El avance de la sofisticación de los sistemas podría derivar en una creciente delegación de las decisiones humanas, con consecuencias que podrían rozar lo insólito. Consideremos el tradicional problema de “principal-agente”, donde el dueño (el principal) trata de evitar que el administrador de su empresa (el agente) se concentre más en su salario que en las ganancias de la firma. El dilema típico de esta situación es la “asimetría informativa”, porque el agente sabe más sobre el estado de la empresa que el propio dueño, y a veces se aprovecha de esto para llevarse una tajada mayor (de allí el dicho “el ojo del amo engorda el ganado”).
Ahora imaginemos que el administrador es un “agente artificial”. En la relación entre humanos el agente dispone de un aparato cognitivo similar al del dueño y, además, goza de capacidad de introspección. Esto implica que está en condiciones de dar cuenta de sus actos o de sus recomendaciones, explicando por qué tomó las decisiones que tomó. Con sistemas de inteligencia artificial el asesoramiento o recomendación del agente-algoritmo podrá ser muy eficiente, pero el dueño podría no tener forma de saber por qué lo hace. Y, si sucediera que el algoritmo de IA tiene facultades todavía mayores y es capaz de explicar su proceder, podría intentar hacerlo, pero lo más probable es que esta justificación sea ininteligible para el patrón.
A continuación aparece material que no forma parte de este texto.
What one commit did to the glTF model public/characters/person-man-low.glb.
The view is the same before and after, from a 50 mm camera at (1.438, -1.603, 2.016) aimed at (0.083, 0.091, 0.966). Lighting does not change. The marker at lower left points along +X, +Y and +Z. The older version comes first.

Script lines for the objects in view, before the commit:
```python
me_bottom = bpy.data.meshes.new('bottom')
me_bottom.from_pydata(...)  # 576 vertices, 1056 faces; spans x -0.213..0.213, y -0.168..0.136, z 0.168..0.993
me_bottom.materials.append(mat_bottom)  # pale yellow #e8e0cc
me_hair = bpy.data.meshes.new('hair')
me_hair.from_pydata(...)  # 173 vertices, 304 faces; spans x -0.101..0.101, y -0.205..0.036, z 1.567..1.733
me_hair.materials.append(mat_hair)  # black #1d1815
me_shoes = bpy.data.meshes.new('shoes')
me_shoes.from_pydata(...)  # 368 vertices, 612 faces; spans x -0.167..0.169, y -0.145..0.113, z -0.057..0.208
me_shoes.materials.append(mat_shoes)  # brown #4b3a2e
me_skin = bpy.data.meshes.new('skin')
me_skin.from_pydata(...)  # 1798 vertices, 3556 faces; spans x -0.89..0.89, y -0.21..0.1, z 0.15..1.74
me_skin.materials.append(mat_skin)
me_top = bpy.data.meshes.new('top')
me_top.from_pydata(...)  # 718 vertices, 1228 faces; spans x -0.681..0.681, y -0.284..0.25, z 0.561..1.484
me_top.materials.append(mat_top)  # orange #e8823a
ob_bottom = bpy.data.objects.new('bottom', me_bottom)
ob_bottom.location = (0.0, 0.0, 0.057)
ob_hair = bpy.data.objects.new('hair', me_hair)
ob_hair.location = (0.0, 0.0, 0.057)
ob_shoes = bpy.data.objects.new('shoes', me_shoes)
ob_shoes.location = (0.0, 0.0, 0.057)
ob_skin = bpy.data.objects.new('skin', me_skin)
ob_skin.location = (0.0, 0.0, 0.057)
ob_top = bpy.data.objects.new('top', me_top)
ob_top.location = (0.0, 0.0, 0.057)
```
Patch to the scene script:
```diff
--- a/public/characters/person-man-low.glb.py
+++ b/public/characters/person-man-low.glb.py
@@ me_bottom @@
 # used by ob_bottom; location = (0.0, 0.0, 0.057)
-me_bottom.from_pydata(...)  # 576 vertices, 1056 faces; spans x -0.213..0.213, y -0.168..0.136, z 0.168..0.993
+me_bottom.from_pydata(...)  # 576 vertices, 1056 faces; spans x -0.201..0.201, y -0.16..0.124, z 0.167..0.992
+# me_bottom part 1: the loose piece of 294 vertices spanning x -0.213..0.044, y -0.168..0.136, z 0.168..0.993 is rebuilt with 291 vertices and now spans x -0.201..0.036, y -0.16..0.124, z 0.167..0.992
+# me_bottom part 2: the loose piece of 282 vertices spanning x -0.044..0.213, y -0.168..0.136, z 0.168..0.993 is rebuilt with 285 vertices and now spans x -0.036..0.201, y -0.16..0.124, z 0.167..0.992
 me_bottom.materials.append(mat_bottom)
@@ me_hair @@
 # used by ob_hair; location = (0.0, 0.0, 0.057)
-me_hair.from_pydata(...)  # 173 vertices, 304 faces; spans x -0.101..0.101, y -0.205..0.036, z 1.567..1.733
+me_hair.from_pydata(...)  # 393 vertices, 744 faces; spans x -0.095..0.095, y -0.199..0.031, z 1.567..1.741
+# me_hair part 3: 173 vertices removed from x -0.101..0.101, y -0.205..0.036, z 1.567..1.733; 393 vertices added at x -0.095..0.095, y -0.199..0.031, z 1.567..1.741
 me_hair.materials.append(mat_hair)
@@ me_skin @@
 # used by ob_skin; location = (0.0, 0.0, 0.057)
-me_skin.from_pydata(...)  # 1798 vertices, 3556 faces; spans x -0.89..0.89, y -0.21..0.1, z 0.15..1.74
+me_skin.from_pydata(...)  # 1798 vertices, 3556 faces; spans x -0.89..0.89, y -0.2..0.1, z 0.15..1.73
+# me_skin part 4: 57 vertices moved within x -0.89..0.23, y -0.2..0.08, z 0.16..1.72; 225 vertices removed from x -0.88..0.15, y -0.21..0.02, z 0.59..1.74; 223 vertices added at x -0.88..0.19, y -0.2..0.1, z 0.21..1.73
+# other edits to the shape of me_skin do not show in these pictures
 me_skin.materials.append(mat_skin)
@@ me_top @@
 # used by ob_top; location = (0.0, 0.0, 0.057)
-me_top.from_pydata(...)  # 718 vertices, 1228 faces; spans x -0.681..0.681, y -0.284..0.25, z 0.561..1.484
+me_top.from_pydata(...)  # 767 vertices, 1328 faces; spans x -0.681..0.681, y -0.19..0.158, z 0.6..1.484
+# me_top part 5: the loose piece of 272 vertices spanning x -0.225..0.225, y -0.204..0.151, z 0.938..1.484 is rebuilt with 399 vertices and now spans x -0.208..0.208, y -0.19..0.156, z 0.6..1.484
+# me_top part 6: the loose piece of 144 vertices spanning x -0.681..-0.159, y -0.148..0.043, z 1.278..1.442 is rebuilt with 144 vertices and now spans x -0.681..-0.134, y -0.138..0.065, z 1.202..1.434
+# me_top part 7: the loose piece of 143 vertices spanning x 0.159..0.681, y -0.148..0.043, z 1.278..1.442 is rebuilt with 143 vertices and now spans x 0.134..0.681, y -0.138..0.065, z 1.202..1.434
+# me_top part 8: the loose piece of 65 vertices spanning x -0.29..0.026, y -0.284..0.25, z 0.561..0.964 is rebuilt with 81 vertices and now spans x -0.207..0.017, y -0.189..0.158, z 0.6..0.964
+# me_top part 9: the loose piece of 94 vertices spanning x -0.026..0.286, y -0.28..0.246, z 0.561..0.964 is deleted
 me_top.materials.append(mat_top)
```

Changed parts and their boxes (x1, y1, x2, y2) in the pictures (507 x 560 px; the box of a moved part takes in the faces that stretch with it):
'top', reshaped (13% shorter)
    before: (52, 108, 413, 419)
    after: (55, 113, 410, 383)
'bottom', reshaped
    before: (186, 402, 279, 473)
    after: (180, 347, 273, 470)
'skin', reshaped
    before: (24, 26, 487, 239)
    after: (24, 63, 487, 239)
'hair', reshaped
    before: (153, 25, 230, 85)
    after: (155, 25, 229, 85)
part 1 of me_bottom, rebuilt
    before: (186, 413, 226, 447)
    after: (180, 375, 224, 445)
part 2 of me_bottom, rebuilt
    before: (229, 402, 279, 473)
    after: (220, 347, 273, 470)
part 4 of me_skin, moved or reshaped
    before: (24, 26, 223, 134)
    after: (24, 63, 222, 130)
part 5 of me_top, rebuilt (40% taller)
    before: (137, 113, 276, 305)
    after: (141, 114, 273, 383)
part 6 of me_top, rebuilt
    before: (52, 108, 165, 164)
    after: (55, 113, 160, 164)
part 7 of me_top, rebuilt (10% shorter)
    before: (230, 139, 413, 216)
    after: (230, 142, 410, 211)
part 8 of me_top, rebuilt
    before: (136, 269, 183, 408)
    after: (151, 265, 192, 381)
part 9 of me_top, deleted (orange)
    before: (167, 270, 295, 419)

Peor aún, algunas decisiones del robot-agente podrían ser óptimas, pero estar reñidas con la “moral humana” del dueño. El filósofo Nick Bostrom y el blogger Eliezer Yudkowsky se han ocupado de estudiar las implicancias éticas de la inteligencia artificial y advierten varios potenciales conflictos. Por ejemplo, a la hora de evaluar las características de ciertos deudores, una entidad bancaria podría establecer parámetros que generalice prácticas discriminatorias del estilo “los que tienen estas características físicas son más proclives a no pagar”.
Estas dificultades podrían condicionar la difusión de “contratos inteligentes”, porque pueden surgir disyuntivas entre las probabilidades “objetivas” y la realidad de cada persona, algo que, como humanos, solemos rechazar. Como suele repetir el psicólogo canadiense Steven Pinker, los individuos no deben ser juzgados ni limitados por las propiedades estadísticas del grupo al que pertenecen.
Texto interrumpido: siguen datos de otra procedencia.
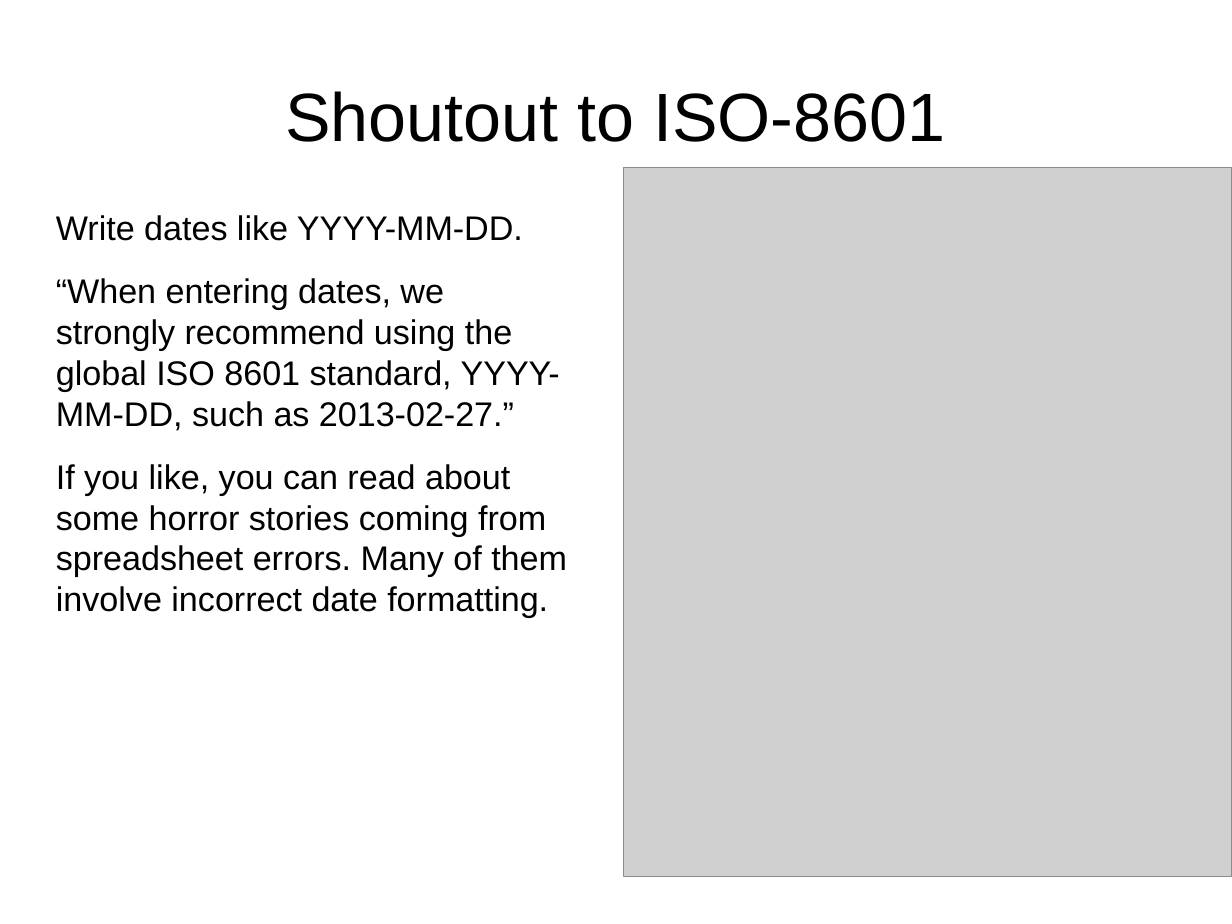
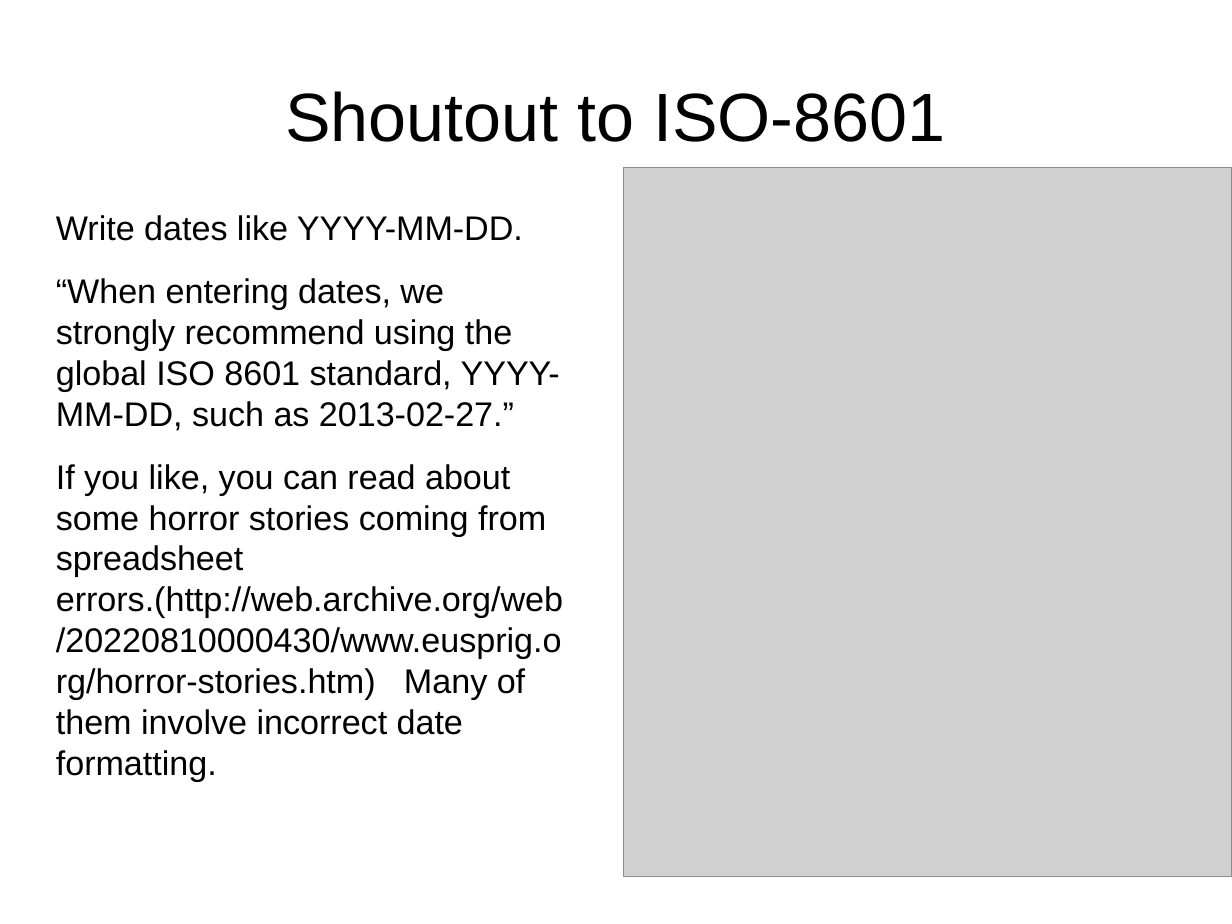
Before and after one commit to wltrimbl/uchicago-data227, a slide deck: slide 22 of slides/03-TIDY.odp (slide 18 before the commit). Drawn at 1232x924 pixels with LibreOffice and Linux fonts; fonts in the diff are those of the drawing; grey boxes stand for pictures. Boxes give left, top, right and bottom in pixels: in the first picture for what was removed or moved away, otherwise in the second. Text is boxed around its words. In the diff, an @@ line names an element or a change of style, - is before the commit and + after.

```diff
--- a/slides/03-TIDY.odp
+++ b/slides/03-TIDY.odp
@@ text at <box>56,464,563,782</box>: text changed @@
-If you like, you can read about some horror stories coming from spreadsheet errors. Many of them involve incorrect date formatting.
+If you like, you can read about some horror stories coming from spreadsheet errors.(http://web.archive.org/web/20220810000430/www.eusprig.org/horror-stories.htm) Many of them involve incorrect date formatting.
```
Also in this commit, not shown: 17 other slides changed, 6 slides added, 1 slide removed, 4 other files.

Más preguntas quedan en el camino. ¿Permitirá la IA mejorar los modelos de los economistas y prevenir las crisis que genera el sistema económico que estudian, o estas crisis simplemente no pueden evitarse? ¿Cómo se incorporarán a estos modelos los “algoritmos que razonan” y sus interacciones con el Homo economicus? Si se verifica que la IA también falla en sus pronósticos, ¿habrá reconciliación con la profesión? ¿Y qué teorías sobrevivirán finalmente? La respuesta definitiva de los economistas a estos interrogantes ya la conocemos: depende.